** Problem to work on **
Pull every line of the entries that has the word "Solid".

** Records for processing **
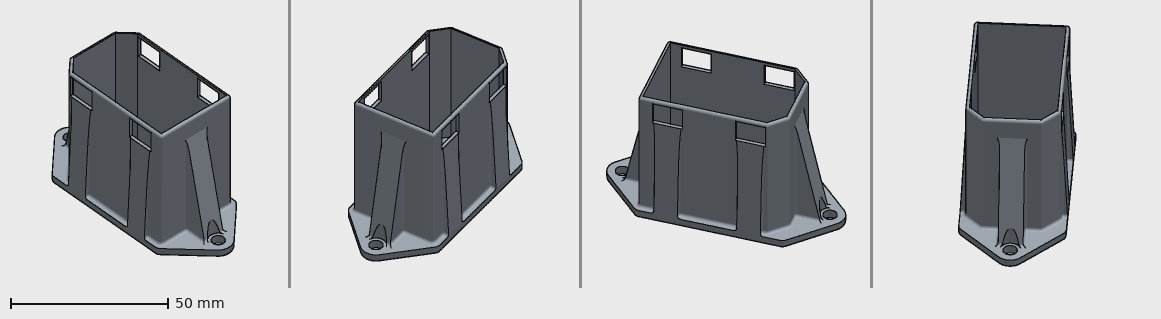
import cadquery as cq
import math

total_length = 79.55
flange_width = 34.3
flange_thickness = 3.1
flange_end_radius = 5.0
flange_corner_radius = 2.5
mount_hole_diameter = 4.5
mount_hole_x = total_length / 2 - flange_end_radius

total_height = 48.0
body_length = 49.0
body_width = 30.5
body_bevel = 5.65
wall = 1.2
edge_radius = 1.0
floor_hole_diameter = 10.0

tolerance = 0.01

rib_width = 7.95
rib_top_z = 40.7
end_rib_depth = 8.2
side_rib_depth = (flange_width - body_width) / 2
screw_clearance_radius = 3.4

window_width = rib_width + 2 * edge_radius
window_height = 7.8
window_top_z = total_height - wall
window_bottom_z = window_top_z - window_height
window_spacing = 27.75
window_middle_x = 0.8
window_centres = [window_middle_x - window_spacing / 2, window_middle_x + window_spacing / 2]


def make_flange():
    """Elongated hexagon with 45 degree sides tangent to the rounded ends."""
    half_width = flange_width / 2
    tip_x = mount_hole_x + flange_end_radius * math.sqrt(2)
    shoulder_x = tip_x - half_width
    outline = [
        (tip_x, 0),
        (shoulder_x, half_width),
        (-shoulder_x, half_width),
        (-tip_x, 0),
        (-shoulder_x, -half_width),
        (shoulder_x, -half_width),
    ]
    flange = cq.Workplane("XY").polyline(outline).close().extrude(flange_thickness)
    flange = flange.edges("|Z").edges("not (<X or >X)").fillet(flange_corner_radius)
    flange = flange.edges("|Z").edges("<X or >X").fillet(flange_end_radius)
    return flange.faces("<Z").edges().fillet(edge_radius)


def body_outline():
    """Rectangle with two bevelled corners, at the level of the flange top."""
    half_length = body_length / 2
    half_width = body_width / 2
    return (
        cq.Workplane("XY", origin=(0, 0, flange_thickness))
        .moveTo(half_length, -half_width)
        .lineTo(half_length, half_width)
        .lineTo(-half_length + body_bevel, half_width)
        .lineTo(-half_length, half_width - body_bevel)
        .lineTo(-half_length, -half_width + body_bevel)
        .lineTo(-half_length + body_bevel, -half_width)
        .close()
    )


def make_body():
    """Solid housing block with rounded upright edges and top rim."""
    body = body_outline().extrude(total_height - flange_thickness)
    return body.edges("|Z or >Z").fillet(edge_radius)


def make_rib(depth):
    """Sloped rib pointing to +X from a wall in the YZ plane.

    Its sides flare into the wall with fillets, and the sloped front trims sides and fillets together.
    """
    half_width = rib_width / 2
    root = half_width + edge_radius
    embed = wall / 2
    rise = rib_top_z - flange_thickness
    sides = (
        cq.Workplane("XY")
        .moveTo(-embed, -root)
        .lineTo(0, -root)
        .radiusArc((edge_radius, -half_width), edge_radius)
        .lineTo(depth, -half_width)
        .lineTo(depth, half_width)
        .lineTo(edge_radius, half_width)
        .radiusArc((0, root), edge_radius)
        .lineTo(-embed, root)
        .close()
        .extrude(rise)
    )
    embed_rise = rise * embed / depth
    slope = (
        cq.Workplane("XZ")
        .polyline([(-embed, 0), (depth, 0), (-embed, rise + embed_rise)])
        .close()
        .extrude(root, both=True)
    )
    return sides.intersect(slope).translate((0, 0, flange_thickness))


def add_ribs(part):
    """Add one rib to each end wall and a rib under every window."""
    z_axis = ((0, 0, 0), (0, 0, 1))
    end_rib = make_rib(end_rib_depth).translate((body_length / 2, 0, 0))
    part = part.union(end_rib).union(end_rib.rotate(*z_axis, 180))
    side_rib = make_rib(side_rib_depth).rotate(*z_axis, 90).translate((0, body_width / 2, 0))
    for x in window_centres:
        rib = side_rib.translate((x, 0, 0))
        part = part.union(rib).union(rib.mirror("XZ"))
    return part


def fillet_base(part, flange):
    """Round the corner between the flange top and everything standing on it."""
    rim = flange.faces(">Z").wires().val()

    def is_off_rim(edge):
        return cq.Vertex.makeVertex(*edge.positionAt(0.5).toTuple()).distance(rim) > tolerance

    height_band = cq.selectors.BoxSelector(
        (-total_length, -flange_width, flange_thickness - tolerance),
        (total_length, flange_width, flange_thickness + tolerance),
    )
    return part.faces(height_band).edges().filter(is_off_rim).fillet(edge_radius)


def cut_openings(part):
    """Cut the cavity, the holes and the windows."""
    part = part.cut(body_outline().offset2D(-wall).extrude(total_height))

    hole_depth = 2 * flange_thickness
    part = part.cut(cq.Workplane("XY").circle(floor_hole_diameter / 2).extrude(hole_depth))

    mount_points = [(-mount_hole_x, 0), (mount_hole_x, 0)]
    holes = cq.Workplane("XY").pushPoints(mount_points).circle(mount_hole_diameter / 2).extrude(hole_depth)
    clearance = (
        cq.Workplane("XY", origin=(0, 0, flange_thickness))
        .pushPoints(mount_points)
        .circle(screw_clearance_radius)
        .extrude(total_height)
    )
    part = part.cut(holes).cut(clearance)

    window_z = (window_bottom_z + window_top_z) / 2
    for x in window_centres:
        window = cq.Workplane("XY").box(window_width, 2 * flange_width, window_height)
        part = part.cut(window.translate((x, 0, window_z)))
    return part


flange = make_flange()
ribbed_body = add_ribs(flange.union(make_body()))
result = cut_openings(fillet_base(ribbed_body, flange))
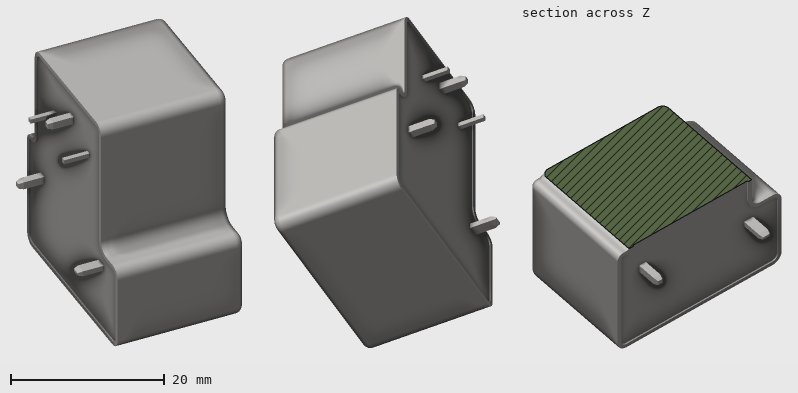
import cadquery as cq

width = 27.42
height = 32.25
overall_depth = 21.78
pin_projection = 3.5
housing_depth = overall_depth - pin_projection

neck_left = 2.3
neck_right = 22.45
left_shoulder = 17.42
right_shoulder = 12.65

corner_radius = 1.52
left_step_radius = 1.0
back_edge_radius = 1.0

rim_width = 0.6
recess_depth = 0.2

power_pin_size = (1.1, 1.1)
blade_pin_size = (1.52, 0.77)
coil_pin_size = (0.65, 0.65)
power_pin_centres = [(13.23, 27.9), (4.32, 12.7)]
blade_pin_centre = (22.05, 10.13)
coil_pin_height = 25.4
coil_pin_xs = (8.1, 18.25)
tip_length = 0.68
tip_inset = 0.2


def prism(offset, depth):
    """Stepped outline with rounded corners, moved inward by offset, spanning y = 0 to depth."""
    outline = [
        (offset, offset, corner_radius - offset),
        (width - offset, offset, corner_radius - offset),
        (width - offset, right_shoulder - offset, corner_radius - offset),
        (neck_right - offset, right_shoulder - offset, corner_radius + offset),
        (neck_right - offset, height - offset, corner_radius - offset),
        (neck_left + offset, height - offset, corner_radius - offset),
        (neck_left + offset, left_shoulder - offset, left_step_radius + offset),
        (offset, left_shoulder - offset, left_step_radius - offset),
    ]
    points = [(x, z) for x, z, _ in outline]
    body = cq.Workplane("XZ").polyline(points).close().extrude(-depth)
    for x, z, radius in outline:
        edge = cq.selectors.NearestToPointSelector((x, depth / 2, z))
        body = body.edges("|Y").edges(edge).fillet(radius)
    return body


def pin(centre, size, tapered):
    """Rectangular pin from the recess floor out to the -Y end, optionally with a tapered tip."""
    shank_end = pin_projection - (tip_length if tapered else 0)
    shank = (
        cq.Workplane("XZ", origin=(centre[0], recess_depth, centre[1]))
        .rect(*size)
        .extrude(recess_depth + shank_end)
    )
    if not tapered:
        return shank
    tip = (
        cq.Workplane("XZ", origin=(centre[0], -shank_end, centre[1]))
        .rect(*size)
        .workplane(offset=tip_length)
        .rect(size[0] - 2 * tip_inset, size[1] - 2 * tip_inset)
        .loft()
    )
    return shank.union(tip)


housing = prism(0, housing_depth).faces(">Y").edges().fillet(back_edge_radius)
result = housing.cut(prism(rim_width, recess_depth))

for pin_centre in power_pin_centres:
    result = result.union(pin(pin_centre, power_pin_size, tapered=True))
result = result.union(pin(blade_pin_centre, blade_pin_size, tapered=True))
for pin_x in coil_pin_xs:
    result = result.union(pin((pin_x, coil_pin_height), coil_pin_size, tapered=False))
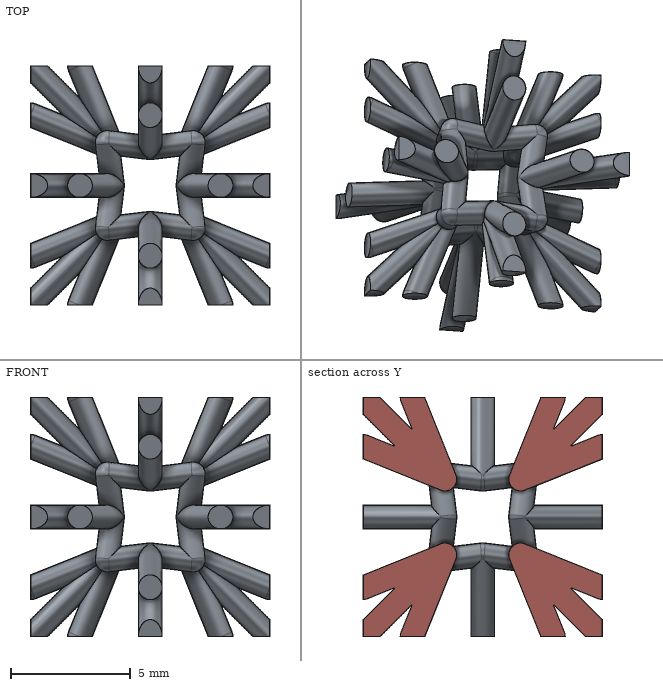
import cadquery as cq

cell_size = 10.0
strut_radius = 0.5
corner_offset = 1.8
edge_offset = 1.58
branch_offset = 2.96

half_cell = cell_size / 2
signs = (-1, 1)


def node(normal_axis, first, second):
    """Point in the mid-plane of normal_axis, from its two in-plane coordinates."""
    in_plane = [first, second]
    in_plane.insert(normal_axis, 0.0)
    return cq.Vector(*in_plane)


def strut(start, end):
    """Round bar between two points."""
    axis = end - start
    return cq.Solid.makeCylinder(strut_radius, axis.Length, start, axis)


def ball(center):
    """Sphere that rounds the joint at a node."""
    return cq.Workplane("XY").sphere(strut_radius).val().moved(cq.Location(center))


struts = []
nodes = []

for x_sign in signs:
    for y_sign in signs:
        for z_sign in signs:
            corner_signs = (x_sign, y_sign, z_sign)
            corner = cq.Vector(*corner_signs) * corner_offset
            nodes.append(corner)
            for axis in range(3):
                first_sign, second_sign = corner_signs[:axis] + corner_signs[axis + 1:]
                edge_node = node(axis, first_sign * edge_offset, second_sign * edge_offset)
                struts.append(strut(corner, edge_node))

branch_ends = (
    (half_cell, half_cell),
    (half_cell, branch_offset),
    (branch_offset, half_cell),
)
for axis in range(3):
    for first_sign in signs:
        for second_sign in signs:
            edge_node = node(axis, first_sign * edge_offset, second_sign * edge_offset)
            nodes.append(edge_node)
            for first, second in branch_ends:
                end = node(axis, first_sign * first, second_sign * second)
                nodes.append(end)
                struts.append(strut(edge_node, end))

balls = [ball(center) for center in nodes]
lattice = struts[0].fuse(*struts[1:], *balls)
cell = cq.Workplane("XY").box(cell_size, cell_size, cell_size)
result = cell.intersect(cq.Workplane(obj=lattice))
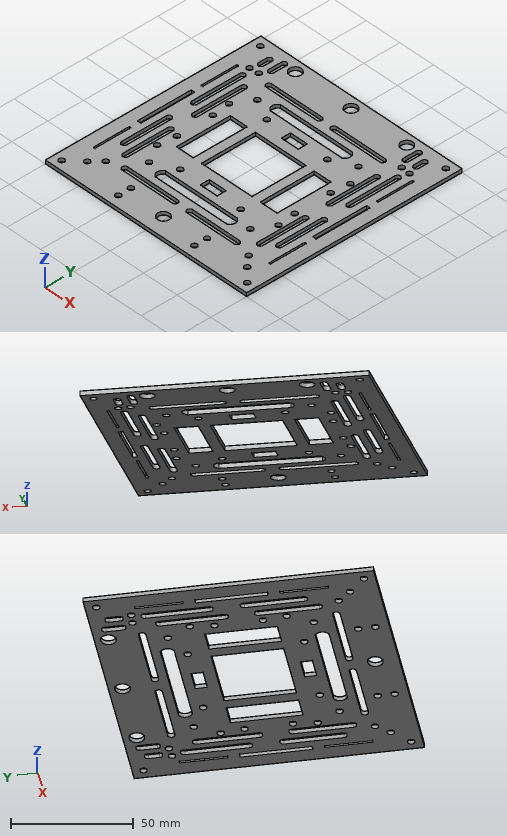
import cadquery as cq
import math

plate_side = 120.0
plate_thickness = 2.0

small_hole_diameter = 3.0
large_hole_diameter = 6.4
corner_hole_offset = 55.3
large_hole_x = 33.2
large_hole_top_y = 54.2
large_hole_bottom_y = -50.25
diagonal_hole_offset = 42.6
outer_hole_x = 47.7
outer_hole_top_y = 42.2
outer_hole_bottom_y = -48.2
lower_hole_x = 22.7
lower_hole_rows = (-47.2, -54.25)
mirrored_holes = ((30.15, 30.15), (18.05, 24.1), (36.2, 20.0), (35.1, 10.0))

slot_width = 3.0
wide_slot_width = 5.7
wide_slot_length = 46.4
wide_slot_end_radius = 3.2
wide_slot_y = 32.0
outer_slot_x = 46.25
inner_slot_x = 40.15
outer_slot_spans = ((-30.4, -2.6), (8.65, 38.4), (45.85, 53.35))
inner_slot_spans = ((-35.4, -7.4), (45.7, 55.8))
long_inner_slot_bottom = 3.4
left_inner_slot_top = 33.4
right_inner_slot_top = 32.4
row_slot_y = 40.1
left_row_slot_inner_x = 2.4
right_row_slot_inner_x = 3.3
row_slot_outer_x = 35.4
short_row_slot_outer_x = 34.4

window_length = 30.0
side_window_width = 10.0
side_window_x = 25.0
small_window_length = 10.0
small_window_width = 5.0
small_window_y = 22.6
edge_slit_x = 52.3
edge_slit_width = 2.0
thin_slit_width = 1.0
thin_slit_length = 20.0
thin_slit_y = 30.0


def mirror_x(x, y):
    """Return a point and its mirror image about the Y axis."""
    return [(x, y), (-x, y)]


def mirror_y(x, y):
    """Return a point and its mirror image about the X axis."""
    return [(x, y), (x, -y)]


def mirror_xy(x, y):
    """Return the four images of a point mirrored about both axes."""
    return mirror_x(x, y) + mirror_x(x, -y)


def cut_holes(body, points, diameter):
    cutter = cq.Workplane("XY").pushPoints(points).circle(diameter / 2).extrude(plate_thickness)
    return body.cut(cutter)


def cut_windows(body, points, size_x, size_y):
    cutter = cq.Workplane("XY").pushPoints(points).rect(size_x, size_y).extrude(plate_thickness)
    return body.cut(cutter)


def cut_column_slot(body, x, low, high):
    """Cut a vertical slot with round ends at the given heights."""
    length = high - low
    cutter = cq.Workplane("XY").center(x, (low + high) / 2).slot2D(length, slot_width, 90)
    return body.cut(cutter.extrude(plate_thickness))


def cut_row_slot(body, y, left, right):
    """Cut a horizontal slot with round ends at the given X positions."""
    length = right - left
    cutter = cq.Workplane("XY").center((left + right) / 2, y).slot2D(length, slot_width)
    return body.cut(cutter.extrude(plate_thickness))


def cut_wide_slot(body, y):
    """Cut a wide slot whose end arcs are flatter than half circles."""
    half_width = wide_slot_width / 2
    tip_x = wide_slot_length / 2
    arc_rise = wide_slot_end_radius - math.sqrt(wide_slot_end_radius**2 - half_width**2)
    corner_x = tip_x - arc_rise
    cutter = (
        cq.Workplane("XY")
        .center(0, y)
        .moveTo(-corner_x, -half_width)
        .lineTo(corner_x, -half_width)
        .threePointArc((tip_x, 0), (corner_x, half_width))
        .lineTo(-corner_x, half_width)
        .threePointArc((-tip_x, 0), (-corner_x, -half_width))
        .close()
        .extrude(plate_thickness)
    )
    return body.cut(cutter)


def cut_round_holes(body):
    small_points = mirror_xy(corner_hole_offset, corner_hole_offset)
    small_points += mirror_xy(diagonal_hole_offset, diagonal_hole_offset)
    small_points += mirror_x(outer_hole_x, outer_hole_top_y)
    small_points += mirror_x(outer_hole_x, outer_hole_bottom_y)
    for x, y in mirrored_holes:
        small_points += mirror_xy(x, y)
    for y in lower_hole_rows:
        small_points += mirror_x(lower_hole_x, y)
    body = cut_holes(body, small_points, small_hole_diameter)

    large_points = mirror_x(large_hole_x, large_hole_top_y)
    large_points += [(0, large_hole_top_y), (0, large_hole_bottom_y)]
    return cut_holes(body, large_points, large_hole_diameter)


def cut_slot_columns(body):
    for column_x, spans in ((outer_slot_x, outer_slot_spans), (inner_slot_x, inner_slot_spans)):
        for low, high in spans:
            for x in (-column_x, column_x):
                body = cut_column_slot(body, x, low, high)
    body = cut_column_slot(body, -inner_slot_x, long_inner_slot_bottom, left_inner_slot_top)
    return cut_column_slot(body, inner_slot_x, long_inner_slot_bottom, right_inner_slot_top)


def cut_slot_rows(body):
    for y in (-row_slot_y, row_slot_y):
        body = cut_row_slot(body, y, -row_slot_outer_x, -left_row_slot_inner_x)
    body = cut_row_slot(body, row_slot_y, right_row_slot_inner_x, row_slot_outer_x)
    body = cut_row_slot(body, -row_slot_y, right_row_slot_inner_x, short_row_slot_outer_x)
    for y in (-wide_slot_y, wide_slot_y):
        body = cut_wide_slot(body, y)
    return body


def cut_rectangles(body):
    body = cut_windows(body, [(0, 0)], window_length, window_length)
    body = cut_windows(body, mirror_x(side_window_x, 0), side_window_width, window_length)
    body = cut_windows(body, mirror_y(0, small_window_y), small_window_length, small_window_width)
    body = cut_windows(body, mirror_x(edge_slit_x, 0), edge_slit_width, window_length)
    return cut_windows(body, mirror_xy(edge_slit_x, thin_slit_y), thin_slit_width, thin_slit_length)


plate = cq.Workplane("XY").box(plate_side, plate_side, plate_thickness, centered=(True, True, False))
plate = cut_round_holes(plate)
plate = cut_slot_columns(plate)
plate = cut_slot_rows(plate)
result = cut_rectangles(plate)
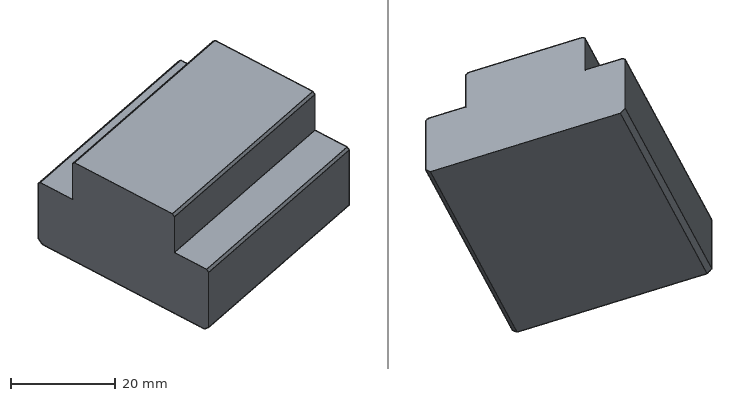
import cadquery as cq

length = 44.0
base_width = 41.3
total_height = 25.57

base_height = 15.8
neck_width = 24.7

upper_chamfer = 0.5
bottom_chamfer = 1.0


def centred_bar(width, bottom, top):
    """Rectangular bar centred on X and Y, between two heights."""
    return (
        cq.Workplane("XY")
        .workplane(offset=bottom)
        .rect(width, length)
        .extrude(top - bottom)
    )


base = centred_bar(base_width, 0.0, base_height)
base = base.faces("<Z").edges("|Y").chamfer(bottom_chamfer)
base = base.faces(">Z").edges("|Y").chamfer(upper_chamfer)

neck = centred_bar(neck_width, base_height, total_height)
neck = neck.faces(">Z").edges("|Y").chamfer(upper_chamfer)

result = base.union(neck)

** Response **
    """Solid housing block with rounded upright edges and top rim."""
    return cq.Solid.makeCylinder(strut_radius, axis.Length, start, axis)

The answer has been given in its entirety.